Supplied data below:

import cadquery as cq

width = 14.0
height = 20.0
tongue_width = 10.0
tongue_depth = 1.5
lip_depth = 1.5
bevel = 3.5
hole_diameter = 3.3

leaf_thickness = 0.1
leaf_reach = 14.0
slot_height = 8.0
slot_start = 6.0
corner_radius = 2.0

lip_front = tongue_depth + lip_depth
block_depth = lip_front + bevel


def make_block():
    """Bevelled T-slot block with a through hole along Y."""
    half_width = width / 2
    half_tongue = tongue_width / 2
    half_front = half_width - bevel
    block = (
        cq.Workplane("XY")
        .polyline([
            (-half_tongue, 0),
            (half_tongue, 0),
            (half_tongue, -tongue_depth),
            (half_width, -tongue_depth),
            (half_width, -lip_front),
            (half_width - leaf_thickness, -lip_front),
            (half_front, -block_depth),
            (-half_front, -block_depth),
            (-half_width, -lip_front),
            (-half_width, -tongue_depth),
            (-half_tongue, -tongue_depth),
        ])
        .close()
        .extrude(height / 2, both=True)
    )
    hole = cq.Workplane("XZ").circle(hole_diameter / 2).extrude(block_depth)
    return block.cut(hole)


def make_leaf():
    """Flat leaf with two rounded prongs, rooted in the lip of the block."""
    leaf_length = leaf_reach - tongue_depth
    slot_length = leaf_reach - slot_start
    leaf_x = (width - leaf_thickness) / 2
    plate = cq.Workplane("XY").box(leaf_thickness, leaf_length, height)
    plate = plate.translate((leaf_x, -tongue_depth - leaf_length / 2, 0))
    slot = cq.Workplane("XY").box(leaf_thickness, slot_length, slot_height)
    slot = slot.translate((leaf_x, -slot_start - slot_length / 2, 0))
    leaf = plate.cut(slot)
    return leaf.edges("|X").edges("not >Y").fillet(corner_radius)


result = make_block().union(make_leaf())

End of Supplied data.

▶ **What is expected**: Start at the first line of the entries above. Set down each line exactly through the one with "lip_front = tongue_depth + lip_depth", and stop there.

▶ **Written reply**:
import cadquery as cq

width = 14.0
height = 20.0
tongue_width = 10.0
tongue_depth = 1.5
lip_depth = 1.5
bevel = 3.5
hole_diameter = 3.3

leaf_thickness = 0.1
leaf_reach = 14.0
slot_height = 8.0
slot_start = 6.0
corner_radius = 2.0

lip_front = tongue_depth + lip_depth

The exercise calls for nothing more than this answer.